Your task:
Instruction for the data below: set down exactly the lines from the line with "-offset_left = -45.0" to the line with "-target_position = Vector2(0, 4)", inclusive, and no others.

[Source data]

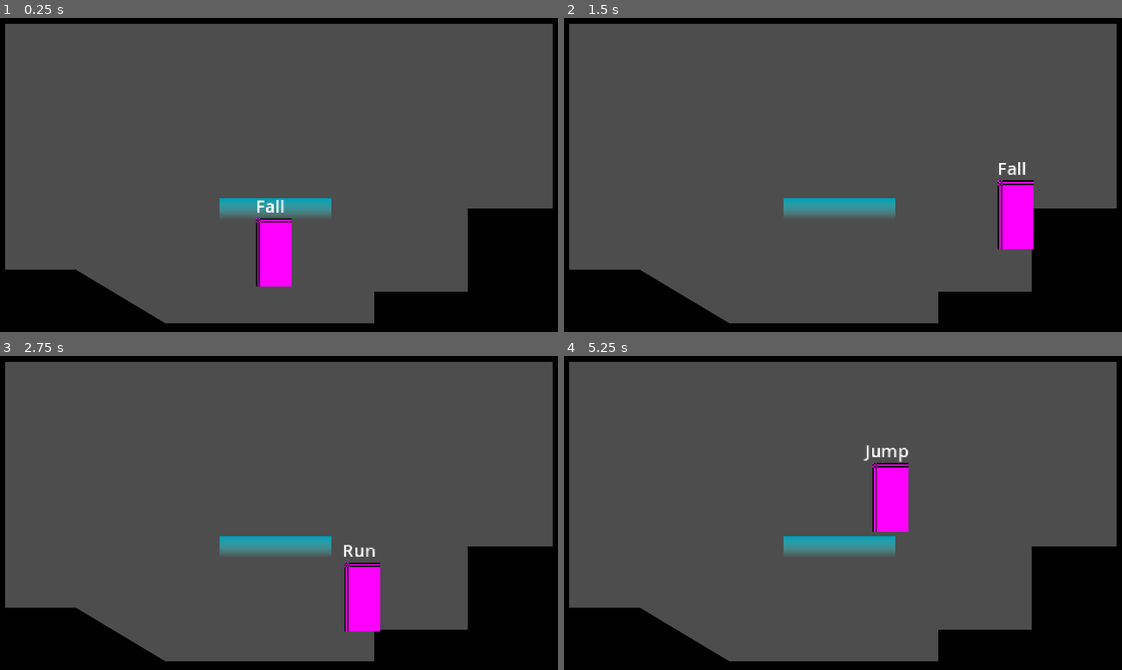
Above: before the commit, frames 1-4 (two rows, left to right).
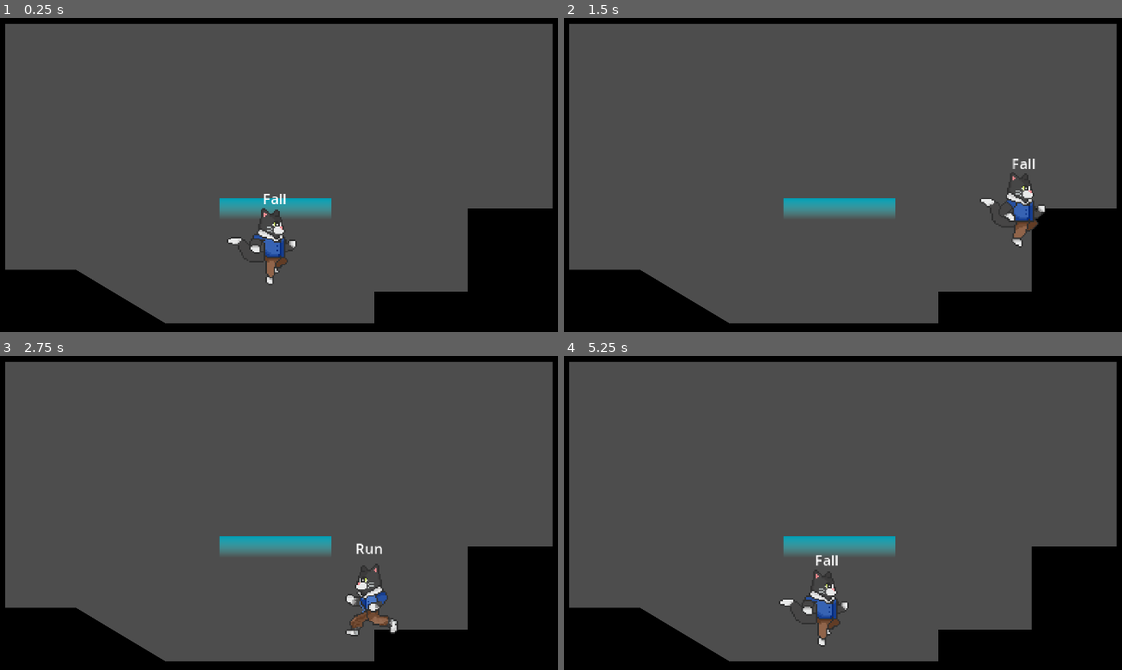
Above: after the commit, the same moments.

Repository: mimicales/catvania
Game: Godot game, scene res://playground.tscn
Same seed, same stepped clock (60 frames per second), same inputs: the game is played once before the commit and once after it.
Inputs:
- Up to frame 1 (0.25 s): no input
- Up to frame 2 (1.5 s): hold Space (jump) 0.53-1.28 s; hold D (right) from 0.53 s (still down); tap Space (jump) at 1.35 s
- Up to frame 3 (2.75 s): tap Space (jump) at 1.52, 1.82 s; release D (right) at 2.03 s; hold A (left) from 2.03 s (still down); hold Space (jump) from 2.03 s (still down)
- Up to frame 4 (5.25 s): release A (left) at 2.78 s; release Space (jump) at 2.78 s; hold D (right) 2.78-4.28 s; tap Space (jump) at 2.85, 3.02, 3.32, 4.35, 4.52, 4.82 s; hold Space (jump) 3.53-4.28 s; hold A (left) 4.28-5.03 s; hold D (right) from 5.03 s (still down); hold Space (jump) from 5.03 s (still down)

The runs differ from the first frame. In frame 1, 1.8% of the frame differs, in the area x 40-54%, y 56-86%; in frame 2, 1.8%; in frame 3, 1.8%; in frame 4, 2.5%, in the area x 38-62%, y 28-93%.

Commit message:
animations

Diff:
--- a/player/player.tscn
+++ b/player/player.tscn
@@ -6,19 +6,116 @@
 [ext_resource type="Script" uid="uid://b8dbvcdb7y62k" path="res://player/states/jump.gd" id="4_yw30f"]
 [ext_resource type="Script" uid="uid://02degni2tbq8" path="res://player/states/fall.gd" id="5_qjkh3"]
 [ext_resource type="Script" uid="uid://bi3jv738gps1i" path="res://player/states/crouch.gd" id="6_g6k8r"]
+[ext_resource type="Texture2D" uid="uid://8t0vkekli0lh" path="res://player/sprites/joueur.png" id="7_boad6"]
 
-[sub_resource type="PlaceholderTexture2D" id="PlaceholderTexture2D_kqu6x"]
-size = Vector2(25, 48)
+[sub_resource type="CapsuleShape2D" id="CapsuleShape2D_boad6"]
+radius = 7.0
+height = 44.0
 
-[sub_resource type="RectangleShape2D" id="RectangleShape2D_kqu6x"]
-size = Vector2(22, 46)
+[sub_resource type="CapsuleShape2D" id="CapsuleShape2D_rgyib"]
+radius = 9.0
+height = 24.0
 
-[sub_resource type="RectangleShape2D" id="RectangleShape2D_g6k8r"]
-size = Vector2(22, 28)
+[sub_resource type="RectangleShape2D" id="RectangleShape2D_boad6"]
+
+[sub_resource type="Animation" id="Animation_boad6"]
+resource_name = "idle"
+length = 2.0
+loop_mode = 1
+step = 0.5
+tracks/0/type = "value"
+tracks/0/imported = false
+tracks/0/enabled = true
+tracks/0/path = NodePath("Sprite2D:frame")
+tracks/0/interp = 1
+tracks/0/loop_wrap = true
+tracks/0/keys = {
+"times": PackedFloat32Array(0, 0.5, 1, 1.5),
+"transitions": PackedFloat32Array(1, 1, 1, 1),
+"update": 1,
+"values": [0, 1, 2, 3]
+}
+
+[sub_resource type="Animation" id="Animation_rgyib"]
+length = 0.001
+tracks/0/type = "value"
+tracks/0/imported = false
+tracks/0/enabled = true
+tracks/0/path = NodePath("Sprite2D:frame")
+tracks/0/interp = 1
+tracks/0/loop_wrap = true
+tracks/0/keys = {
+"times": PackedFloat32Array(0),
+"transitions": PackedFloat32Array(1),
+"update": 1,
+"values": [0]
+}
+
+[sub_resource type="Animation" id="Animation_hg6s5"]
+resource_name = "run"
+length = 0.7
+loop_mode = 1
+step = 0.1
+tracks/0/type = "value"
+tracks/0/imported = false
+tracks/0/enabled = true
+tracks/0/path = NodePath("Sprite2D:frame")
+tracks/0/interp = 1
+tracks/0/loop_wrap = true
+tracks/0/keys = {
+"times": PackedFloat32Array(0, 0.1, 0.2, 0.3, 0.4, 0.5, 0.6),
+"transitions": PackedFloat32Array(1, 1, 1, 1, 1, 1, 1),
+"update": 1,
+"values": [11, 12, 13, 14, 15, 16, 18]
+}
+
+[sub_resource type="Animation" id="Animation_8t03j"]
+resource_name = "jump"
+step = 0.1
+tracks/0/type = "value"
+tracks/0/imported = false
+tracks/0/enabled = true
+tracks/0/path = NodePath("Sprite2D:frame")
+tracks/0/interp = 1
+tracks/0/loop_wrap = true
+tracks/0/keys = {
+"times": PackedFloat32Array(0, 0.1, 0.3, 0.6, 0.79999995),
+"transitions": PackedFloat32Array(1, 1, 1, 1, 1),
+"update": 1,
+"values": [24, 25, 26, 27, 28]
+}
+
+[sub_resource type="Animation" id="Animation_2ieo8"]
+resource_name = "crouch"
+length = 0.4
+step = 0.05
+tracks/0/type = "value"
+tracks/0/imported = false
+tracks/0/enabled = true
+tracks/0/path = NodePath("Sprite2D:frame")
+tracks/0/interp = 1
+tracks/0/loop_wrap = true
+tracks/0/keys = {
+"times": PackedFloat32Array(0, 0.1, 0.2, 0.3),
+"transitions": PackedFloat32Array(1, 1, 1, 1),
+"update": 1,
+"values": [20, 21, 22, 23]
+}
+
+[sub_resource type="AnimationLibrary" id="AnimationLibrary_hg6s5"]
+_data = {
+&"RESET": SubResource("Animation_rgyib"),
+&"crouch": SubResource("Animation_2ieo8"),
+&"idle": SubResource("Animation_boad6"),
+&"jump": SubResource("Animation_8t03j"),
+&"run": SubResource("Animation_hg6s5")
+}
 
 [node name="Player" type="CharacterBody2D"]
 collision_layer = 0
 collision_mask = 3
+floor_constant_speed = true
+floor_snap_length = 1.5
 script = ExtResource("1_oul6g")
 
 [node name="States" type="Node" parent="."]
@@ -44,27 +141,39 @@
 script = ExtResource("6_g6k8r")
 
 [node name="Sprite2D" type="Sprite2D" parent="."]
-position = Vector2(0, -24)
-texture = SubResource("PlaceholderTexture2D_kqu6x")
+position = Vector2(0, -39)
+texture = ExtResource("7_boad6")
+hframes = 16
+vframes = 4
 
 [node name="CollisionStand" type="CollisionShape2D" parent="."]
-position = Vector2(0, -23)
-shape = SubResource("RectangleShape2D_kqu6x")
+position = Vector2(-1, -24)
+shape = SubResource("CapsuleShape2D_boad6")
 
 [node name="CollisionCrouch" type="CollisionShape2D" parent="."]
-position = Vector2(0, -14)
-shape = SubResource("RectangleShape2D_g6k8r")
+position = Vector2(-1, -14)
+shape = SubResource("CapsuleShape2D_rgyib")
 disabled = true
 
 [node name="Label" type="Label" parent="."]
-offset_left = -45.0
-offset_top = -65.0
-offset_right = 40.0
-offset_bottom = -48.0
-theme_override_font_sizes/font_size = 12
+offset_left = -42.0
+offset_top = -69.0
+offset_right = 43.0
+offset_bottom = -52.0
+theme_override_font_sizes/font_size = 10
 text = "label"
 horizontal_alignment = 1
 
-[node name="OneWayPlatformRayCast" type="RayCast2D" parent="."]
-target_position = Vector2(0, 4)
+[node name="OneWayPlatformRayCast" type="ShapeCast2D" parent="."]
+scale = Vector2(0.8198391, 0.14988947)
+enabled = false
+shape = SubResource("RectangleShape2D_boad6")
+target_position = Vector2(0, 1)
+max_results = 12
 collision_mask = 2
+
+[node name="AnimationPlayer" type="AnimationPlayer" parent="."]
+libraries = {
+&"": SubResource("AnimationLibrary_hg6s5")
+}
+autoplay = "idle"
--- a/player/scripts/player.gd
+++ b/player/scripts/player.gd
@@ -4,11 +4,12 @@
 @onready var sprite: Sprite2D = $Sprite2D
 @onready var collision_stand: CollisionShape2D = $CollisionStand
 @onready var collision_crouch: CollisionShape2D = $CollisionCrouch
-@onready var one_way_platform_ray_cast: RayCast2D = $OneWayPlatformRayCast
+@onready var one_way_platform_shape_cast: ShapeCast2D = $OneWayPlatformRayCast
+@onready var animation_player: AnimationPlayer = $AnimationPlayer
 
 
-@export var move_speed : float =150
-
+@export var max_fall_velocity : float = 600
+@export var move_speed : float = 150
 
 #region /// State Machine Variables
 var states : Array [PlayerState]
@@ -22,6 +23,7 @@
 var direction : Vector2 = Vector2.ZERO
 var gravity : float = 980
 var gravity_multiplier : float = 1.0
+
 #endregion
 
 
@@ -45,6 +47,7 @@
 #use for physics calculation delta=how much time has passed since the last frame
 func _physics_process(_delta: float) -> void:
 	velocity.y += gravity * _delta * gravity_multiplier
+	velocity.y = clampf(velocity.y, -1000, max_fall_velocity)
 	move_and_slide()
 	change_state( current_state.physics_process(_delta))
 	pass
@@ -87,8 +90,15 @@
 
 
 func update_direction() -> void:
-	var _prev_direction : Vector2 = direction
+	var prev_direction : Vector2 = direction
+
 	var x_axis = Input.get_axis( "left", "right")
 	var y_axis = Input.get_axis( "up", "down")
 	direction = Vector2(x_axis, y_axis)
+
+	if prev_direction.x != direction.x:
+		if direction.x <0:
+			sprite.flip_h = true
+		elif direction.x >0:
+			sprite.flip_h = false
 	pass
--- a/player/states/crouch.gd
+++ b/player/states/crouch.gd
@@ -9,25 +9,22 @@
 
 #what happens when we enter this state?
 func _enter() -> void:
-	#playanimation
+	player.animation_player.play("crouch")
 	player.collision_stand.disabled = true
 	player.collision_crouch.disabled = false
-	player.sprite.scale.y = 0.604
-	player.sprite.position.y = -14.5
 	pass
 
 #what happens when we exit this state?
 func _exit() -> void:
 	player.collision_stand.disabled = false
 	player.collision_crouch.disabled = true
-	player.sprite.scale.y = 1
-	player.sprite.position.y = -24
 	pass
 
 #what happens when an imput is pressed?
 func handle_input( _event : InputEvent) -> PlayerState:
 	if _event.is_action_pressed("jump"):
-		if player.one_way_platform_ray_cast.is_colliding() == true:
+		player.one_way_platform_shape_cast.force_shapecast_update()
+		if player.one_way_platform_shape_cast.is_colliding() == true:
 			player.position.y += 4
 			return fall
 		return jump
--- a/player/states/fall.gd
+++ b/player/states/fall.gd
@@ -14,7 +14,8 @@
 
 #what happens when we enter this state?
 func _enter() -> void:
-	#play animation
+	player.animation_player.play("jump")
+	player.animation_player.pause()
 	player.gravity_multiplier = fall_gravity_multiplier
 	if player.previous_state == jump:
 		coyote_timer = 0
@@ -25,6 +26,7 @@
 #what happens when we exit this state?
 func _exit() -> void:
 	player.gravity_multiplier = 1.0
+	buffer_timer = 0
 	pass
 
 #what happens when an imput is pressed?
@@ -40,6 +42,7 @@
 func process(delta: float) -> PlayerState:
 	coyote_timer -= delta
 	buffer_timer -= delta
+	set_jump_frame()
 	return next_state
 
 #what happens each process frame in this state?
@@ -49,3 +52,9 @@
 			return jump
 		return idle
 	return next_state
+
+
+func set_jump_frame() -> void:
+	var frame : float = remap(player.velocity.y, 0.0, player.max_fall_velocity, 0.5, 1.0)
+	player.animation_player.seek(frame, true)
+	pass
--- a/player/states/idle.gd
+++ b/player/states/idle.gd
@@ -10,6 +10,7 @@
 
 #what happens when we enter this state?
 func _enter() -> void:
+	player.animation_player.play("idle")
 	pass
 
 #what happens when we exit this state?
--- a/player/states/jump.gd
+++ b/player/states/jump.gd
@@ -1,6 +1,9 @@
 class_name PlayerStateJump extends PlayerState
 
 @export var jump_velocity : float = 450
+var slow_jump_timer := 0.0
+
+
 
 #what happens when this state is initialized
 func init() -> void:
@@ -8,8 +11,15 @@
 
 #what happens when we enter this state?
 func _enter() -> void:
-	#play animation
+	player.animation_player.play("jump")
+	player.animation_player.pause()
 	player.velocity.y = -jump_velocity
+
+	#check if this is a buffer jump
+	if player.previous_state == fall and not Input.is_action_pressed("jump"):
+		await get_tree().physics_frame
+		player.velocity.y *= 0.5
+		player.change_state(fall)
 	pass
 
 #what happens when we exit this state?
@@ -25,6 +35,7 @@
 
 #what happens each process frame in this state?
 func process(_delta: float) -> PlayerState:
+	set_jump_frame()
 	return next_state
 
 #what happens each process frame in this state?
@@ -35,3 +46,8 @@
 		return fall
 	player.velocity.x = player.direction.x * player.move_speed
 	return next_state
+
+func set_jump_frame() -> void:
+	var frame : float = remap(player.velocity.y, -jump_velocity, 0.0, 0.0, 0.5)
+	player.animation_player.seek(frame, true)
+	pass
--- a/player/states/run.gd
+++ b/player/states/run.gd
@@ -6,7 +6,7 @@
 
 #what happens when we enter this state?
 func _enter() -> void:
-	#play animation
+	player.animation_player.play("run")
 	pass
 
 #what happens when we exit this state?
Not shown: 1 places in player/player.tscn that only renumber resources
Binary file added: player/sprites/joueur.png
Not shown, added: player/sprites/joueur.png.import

Result for this exercise:
-offset_left = -45.0
-offset_top = -65.0
-offset_right = 40.0
-offset_bottom = -48.0
-theme_override_font_sizes/font_size = 12
+offset_left = -42.0
+offset_top = -69.0
+offset_right = 43.0
+offset_bottom = -52.0
+theme_override_font_sizes/font_size = 10
 text = "label"
 horizontal_alignment = 1
 
-[node name="OneWayPlatformRayCast" type="RayCast2D" parent="."]
-target_position = Vector2(0, 4)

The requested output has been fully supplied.